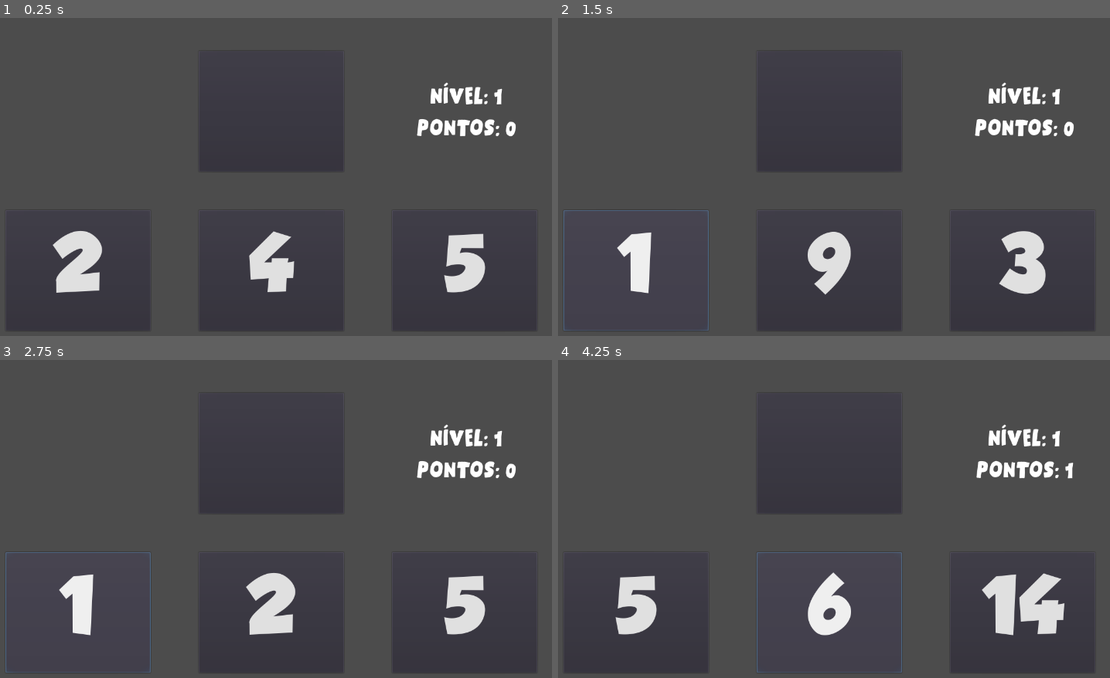
Above: before the commit, frames 1-4 (two rows, left to right).
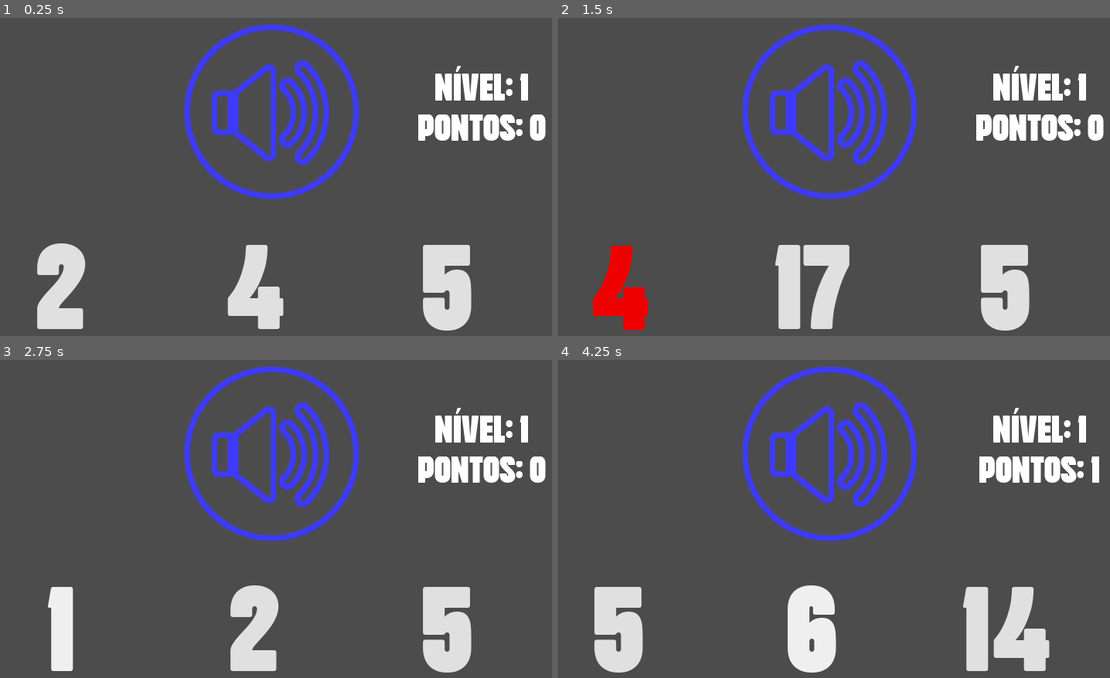
Above: after the commit, the same moments.

Repository: rauanb/Numeros
Game: Godot game, scene res://Main.tscn
The game is run twice, just before and just after one commit, with the same random seed, the same clock (stepped at 60 frames per second) and the same inputs. Sound files missing from this copy of the repository are replaced by a short silence.
Inputs:
- Up to frame 1 (0.25 s): no input
- Up to frame 2 (1.5 s): click "2" at 0.5 s; click "4" at 1.25 s
- Up to frame 3 (2.75 s): click "1" at 2 s
- Up to frame 4 (4.25 s): click "2" at 2.75 s; click "9" at 3.5 s

The runs differ from the first frame. In frame 1, 14% of the frame differs, in the area x 6-99%, y 1-99%; in frame 2, 14%; in frame 3, 14%; in frame 4, 15%.

Commit message:
interface ok

Diff:
--- a/Main.gd
+++ b/Main.gd
@@ -12,7 +12,7 @@
 
 func _ready():
 	randomize()
-	OS.set_current_screen(1)
+	OS.set_current_screen(0)
 	audio_list = get_audio_list(level)
 	name_list = audio_list
 	$CenterContainer/VBoxContainer/HBoxContainer2/Label.text = "Nível: " + str(level) + "\n" + "Pontos: " + str(score)
@@ -41,8 +41,7 @@
 	var buttons_list = $CenterContainer/VBoxContainer/HBoxContainer.get_children()
 	var sorted_button = buttons_list.pop_at(randi() % buttons_list.size())
 	correct_button = sorted_button
-
-
+	sorted_button.set_modulate(Color(1, 1, 1, 1))
 
 #	format label of button based on the sorted audio
 	correct.erase(0,correct.find("-")+1)
@@ -56,11 +55,19 @@
 		if txt == int(correct):
 			txt += randi() % 3 + 1
 		i.text = str(txt)
+		i.set_modulate(Color(1, 1, 1, 1))
 
 func check(button):
 	if button == correct_button:
+		button.set_modulate(Color(0, 1, 0, 1))
 		score += 1
+		$audioScore.play()
+		yield($audioScore,"finished")
 		update_score()
+	else:
+		button.set_modulate(Color(1, 0, 0, 1))
+		$audioError.play()
+		yield($audioError,"finished")
 	new_challenge()
 
 func update_score():
@@ -68,6 +75,8 @@
 
 	if score % 10 == 0:
 		level_up(1)
+		$audioLevelUp.play()
+		yield($audioLevelUp,"finished")
 
 func level_up(incr):
 	level += incr
--- a/Main.tscn
+++ b/Main.tscn
@@ -1,8 +1,14 @@
-[gd_scene load_steps=5 format=2]
+[gd_scene load_steps=11 format=2]
 
 [ext_resource path="res://Main.gd" type="Script" id=1]
-[ext_resource path="res://UI/FONT50.tres" type="DynamicFont" id=2]
-[ext_resource path="res://UI/FONT100.tres" type="DynamicFont" id=3]
+[ext_resource path="res://UI/font50.tres" type="DynamicFont" id=2]
+[ext_resource path="res://UI/font100.tres" type="DynamicFont" id=3]
+[ext_resource path="res://UI/soundIcon.png" type="Texture" id=4]
+[ext_resource path="res://UI/soundIconH.png" type="Texture" id=5]
+[ext_resource path="res://UI/TransparentButton.tres" type="StyleBox" id=6]
+[ext_resource path="res://Sfx/Error.wav" type="AudioStream" id=7]
+[ext_resource path="res://Sfx/LevelUp.wav" type="AudioStream" id=8]
+[ext_resource path="res://Sfx/Score.wav" type="AudioStream" id=9]
 
 [sub_resource type="Theme" id=1]
 default_font = ExtResource( 3 )
@@ -24,37 +30,40 @@
 }
 
 [node name="VBoxContainer" type="VBoxContainer" parent="CenterContainer"]
-margin_left = 90.0
-margin_top = 70.0
-margin_right = 1190.0
-margin_bottom = 650.0
+margin_left = 49.0
+margin_top = 9.0
+margin_right = 1231.0
+margin_bottom = 710.0
 custom_constants/separation = 80
 alignment = 1
 
 [node name="HBoxContainer2" type="HBoxContainer" parent="CenterContainer/VBoxContainer"]
-margin_right = 1100.0
-margin_bottom = 250.0
+margin_right = 1182.0
+margin_bottom = 370.0
 custom_constants/separation = 100
 alignment = 1
 
 [node name="IgnoreButton" type="Button" parent="CenterContainer/VBoxContainer/HBoxContainer2"]
 modulate = Color( 1, 1, 1, 0 )
 margin_right = 300.0
-margin_bottom = 250.0
+margin_bottom = 370.0
 rect_min_size = Vector2( 300, 250 )
 size_flags_horizontal = 0
 
-[node name="PlayButton" type="Button" parent="CenterContainer/VBoxContainer/HBoxContainer2"]
+[node name="PlayButton" type="TextureButton" parent="CenterContainer/VBoxContainer/HBoxContainer2"]
 margin_left = 400.0
-margin_right = 700.0
-margin_bottom = 250.0
+margin_right = 770.0
+margin_bottom = 370.0
 rect_min_size = Vector2( 300, 250 )
 size_flags_horizontal = 0
+texture_normal = ExtResource( 4 )
+texture_pressed = ExtResource( 5 )
 
 [node name="Label" type="Label" parent="CenterContainer/VBoxContainer/HBoxContainer2"]
-margin_left = 800.0
-margin_right = 1100.0
-margin_bottom = 250.0
+margin_left = 870.0
+margin_top = 60.0
+margin_right = 1182.0
+margin_bottom = 310.0
 rect_min_size = Vector2( 300, 250 )
 size_flags_horizontal = 0
 custom_fonts/font = ExtResource( 2 )
@@ -65,31 +74,57 @@
 uppercase = true
 
 [node name="HBoxContainer" type="HBoxContainer" parent="CenterContainer/VBoxContainer"]
-margin_top = 330.0
-margin_right = 1100.0
-margin_bottom = 580.0
+margin_top = 450.0
+margin_right = 1182.0
+margin_bottom = 701.0
 custom_constants/separation = 100
 
 [node name="Alt1Button" type="Button" parent="CenterContainer/VBoxContainer/HBoxContainer"]
 margin_right = 300.0
-margin_bottom = 250.0
+margin_bottom = 251.0
 rect_min_size = Vector2( 300, 250 )
+custom_styles/hover = ExtResource( 6 )
+custom_styles/pressed = ExtResource( 6 )
+custom_styles/focus = ExtResource( 6 )
+custom_styles/normal = ExtResource( 6 )
+text = "1"
 
 [node name="Alt2Button" type="Button" parent="CenterContainer/VBoxContainer/HBoxContainer"]
 margin_left = 400.0
 margin_right = 700.0
-margin_bottom = 250.0
+margin_bottom = 251.0
 rect_min_size = Vector2( 300, 250 )
+custom_styles/hover = ExtResource( 6 )
+custom_styles/pressed = ExtResource( 6 )
+custom_styles/focus = ExtResource( 6 )
+custom_styles/normal = ExtResource( 6 )
+__meta__ = {
+"_editor_description_": ""
+}
 
 [node name="Alt3Button" type="Button" parent="CenterContainer/VBoxContainer/HBoxContainer"]
 margin_left = 800.0
 margin_right = 1100.0
-margin_bottom = 250.0
+margin_bottom = 251.0
 rect_min_size = Vector2( 300, 250 )
+custom_styles/hover = ExtResource( 6 )
+custom_styles/pressed = ExtResource( 6 )
+custom_styles/focus = ExtResource( 6 )
+custom_styles/normal = ExtResource( 6 )
+__meta__ = {
+"_editor_description_": ""
+}
 
 [node name="audioNum" type="AudioStreamPlayer" parent="."]
 
 [node name="audioScore" type="AudioStreamPlayer" parent="."]
+stream = ExtResource( 9 )
+
+[node name="audioError" type="AudioStreamPlayer" parent="."]
+stream = ExtResource( 7 )
+
+[node name="audioLevelUp" type="AudioStreamPlayer" parent="."]
+stream = ExtResource( 8 )
 
 [connection signal="button_up" from="CenterContainer/VBoxContainer/HBoxContainer2/PlayButton" to="." method="_on_PlayButton_button_up"]
 [connection signal="button_up" from="CenterContainer/VBoxContainer/HBoxContainer/Alt1Button" to="." method="_on_Alt1Button_button_up"]
--- a/UI/FONT100.tres
+++ /dev/null
@@ -1,7 +0,0 @@
-[gd_resource type="DynamicFont" load_steps=2 format=2]
-
-[ext_resource path="res://UI/GROBOLD.ttf" type="DynamicFontData" id=1]
-
-[resource]
-size = 150
-font_data = ExtResource( 1 )
--- a/UI/FONT50.tres
+++ /dev/null
@@ -1,7 +0,0 @@
-[gd_resource type="DynamicFont" load_steps=2 format=2]
-
-[ext_resource path="res://UI/Cosmic Turtle DEMO.otf" type="DynamicFontData" id=1]
-
-[resource]
-size = 50
-font_data = ExtResource( 1 )
--- /dev/null
+++ b/UI/TransparentButton.tres
@@ -0,0 +1,4 @@
+[gd_resource type="StyleBoxFlat" format=2]
+
+[resource]
+bg_color = Color( 0.6, 0.6, 0.6, 0 )
--- /dev/null
+++ b/UI/font100.tres
@@ -0,0 +1,7 @@
+[gd_resource type="DynamicFont" load_steps=2 format=2]
+
+[ext_resource path="res://UI/Hartone Softed.ttf" type="DynamicFontData" id=1]
+
+[resource]
+size = 250
+font_data = ExtResource( 1 )
--- /dev/null
+++ b/UI/font50.tres
@@ -0,0 +1,7 @@
+[gd_resource type="DynamicFont" load_steps=2 format=2]
+
+[ext_resource path="res://UI/Hartone Softed.ttf" type="DynamicFontData" id=1]
+
+[resource]
+size = 80
+font_data = ExtResource( 1 )
--- a/project.godot
+++ b/project.godot
@@ -18,6 +18,10 @@
 
 window/size/width=1280
 window/size/height=720
+window/size/test_width=640
+window/size/test_height=360
+window/stretch/mode="2d"
+window/stretch/aspect="keep"
 
 [physics]
 
Not shown, added: Sfx/Error.ogg.import
Not shown, added: Sfx/Error.wav.import
Not shown, added: Sfx/LevelUp.ogg.import
Not shown, added: Sfx/LevelUp.wav.import
Not shown, added: Sfx/Score.ogg.import
Not shown, added: Sfx/Score.wav.import
Binary file removed: UI/Cosmic Turtle DEMO.otf
Binary file removed: UI/GROBOLD.ttf
Binary file added: UI/Hartone Softed.ttf
Binary file added: UI/soundIcon.png
Not shown, added: UI/soundIcon.png.import
Binary file added: UI/soundIconH.png
(and 8 more such lines)

******

YOUR ASSIGNMENT: Line count for the string "Binary": give the number of lines in the listing that hold it, with no other output.

EXERCISE SOLUTION: 5